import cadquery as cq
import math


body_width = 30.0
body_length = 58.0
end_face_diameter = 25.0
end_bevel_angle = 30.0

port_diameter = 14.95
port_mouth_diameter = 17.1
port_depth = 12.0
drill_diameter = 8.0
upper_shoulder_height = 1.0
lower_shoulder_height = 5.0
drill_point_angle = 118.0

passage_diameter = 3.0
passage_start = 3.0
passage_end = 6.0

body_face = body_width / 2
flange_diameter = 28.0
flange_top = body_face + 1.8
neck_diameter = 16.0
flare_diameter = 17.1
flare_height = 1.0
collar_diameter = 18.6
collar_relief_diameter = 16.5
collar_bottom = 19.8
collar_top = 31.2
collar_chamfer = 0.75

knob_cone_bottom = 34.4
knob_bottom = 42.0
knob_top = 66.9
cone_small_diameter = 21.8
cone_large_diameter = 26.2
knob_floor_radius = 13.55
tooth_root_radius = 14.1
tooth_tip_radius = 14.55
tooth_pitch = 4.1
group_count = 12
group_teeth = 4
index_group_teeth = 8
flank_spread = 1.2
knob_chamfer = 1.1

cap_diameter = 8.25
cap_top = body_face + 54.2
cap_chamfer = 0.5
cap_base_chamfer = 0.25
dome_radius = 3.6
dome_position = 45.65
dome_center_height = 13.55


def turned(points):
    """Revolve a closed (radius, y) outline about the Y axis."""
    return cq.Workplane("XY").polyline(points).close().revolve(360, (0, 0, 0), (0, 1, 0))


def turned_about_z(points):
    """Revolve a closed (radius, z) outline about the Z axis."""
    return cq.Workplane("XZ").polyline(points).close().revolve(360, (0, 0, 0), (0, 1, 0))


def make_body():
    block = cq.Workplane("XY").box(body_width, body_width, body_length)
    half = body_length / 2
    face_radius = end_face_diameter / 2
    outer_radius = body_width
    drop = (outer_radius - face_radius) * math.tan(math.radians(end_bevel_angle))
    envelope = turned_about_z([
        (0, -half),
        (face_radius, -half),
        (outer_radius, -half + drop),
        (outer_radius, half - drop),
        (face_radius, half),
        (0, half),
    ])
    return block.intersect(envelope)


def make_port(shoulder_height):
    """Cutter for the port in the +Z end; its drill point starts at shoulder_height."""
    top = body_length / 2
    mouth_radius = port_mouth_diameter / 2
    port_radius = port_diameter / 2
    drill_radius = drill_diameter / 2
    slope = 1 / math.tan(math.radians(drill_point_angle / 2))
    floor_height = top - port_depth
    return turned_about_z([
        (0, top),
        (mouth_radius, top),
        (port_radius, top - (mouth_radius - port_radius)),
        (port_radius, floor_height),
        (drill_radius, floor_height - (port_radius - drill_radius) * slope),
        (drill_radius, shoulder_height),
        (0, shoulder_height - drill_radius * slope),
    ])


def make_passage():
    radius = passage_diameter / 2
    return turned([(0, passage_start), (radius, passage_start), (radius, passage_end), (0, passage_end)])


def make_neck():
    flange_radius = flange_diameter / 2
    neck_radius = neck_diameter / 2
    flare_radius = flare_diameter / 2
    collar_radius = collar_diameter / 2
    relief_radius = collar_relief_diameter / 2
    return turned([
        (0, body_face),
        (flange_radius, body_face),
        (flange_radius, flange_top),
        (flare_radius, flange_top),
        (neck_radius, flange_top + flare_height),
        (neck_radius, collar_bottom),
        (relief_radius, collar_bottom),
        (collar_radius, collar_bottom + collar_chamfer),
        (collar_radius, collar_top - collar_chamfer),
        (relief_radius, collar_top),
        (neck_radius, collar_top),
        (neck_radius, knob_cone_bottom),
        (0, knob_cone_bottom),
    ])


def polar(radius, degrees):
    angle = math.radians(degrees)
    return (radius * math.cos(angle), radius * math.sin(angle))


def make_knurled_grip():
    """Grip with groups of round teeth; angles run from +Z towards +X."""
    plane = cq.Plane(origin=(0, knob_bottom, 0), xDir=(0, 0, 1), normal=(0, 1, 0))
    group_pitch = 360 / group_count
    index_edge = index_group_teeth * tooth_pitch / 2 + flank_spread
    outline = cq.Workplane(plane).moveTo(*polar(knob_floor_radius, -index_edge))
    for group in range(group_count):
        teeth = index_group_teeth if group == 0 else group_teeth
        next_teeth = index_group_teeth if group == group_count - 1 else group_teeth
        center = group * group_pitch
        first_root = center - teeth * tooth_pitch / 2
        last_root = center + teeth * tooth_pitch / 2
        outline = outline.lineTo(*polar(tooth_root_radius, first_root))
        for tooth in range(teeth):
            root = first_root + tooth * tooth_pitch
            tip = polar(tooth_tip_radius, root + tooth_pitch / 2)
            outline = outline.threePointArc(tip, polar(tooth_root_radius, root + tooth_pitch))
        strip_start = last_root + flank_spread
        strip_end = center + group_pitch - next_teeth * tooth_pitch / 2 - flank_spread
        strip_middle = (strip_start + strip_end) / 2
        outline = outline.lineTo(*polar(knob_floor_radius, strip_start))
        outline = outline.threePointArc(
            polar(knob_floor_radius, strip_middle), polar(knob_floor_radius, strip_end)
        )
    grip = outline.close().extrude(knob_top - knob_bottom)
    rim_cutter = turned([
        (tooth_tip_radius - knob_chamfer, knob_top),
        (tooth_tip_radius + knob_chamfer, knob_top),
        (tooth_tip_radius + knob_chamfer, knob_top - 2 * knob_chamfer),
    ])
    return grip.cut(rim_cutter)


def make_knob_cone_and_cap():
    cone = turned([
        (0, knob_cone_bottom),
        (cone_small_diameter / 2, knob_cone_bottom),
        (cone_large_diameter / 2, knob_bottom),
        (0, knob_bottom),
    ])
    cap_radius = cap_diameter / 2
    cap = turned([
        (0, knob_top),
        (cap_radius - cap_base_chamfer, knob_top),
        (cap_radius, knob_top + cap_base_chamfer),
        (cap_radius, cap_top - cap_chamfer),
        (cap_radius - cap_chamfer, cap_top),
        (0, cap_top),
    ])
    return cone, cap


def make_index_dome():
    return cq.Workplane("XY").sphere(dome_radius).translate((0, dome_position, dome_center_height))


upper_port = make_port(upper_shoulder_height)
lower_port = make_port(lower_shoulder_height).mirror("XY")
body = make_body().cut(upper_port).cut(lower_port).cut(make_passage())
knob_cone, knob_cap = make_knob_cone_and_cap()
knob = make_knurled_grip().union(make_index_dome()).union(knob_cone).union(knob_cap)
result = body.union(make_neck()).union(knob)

════════

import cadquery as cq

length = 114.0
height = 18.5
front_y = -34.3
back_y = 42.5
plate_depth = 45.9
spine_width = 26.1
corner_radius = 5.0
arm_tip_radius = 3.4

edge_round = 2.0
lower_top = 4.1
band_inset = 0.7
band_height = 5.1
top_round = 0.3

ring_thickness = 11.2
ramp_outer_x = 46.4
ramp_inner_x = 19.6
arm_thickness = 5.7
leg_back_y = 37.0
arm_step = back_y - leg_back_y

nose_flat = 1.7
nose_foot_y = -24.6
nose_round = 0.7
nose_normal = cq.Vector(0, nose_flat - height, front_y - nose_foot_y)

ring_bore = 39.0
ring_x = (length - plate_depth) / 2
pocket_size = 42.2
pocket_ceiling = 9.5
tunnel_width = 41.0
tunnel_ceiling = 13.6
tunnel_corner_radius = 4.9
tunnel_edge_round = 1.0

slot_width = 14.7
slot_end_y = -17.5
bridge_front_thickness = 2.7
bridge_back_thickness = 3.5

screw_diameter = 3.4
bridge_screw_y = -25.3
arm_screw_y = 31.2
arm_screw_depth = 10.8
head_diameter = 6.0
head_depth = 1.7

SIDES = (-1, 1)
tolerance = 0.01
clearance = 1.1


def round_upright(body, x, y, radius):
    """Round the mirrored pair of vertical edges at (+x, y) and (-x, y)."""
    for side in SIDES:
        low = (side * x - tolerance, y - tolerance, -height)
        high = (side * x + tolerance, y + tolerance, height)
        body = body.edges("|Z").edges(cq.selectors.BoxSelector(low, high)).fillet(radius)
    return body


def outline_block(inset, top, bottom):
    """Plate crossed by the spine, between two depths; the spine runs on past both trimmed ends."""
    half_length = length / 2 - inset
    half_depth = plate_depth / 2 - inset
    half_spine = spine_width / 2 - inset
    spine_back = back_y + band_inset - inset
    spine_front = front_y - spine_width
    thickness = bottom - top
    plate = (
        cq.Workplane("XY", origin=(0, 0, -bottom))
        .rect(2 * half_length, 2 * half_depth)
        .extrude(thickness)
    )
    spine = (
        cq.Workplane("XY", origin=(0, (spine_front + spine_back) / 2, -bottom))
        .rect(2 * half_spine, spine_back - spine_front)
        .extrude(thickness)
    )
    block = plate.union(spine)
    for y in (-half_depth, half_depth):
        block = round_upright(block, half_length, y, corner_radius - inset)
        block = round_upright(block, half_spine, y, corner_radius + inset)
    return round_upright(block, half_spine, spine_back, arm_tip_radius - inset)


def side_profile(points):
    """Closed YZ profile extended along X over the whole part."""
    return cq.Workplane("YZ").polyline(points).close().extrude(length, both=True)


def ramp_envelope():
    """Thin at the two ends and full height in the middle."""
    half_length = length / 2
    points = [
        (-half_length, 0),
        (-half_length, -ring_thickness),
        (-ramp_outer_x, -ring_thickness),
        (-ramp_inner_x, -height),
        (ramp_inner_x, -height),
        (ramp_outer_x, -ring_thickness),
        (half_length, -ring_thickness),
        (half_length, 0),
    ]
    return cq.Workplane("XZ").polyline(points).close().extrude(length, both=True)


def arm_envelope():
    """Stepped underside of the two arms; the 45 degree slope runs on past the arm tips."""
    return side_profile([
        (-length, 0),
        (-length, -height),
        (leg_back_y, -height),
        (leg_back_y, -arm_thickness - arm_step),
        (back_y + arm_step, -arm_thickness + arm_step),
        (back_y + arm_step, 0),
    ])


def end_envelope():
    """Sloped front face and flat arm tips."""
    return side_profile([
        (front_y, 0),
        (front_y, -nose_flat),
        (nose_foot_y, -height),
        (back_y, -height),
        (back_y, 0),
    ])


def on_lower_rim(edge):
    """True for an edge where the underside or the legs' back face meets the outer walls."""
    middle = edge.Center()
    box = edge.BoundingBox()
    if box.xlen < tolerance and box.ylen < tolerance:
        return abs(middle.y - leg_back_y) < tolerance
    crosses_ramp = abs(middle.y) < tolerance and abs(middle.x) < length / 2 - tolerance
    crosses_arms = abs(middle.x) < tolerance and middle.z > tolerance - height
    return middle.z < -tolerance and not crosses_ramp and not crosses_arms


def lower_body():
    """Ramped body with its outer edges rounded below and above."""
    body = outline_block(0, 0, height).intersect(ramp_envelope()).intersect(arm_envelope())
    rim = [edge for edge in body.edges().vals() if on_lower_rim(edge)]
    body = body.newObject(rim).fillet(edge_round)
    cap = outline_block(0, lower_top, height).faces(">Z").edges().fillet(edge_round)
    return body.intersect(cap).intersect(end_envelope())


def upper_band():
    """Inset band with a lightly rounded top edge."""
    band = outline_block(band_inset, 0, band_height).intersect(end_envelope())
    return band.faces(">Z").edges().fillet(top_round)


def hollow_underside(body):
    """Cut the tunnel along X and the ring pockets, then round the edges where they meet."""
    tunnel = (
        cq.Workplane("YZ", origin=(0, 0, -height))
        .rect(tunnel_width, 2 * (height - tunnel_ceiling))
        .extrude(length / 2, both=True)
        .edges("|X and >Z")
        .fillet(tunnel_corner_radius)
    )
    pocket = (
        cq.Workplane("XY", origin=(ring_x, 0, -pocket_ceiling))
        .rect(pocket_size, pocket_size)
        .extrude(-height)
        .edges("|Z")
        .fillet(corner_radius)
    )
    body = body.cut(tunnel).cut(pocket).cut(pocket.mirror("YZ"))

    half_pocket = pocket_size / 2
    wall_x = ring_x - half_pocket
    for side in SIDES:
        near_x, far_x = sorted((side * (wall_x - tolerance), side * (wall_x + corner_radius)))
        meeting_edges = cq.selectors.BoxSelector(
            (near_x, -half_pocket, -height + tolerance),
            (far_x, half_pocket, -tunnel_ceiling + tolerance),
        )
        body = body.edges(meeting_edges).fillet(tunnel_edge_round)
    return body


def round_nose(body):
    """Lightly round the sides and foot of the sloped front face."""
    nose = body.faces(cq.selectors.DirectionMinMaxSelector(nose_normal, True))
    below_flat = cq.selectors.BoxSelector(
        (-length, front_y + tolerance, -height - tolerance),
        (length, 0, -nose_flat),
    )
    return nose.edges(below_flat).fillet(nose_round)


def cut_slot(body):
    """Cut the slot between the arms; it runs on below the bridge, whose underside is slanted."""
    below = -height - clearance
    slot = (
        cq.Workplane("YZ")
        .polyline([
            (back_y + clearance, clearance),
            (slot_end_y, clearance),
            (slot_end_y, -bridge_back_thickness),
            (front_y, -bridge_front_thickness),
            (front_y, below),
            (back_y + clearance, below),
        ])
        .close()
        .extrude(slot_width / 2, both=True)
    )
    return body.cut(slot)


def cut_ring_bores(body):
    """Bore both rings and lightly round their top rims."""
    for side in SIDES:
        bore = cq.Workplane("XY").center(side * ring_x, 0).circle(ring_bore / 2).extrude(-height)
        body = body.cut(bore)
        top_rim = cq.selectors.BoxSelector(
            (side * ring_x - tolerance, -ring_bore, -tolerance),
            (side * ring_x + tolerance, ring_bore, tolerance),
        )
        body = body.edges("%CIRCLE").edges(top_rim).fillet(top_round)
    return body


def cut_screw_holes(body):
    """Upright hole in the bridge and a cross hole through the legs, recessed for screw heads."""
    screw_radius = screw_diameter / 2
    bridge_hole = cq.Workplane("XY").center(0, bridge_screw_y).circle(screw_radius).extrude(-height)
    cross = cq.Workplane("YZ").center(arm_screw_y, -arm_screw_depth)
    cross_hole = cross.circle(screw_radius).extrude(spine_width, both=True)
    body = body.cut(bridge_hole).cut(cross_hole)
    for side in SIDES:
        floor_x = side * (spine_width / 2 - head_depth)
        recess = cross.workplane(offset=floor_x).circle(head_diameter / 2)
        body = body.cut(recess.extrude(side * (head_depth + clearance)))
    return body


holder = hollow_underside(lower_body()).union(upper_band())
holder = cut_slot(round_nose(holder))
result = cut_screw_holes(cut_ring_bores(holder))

════════

**Required action:**
Your task is to retype the entries verbatim, starting with the line that holds "passage_diameter = 3.0" and stopping after the line that holds "dome_position = 45.65".

**Solved problem:**
passage_diameter = 3.0
passage_start = 3.0
passage_end = 6.0

body_face = body_width / 2
flange_diameter = 28.0
flange_top = body_face + 1.8
neck_diameter = 16.0
flare_diameter = 17.1
flare_height = 1.0
collar_diameter = 18.6
collar_relief_diameter = 16.5
collar_bottom = 19.8
collar_top = 31.2
collar_chamfer = 0.75

knob_cone_bottom = 34.4
knob_bottom = 42.0
knob_top = 66.9
cone_small_diameter = 21.8
cone_large_diameter = 26.2
knob_floor_radius = 13.55
tooth_root_radius = 14.1
tooth_tip_radius = 14.55
tooth_pitch = 4.1
group_count = 12
group_teeth = 4
index_group_teeth = 8
flank_spread = 1.2
knob_chamfer = 1.1

cap_diameter = 8.25
cap_top = body_face + 54.2
cap_chamfer = 0.5
cap_base_chamfer = 0.25
dome_radius = 3.6
dome_position = 45.65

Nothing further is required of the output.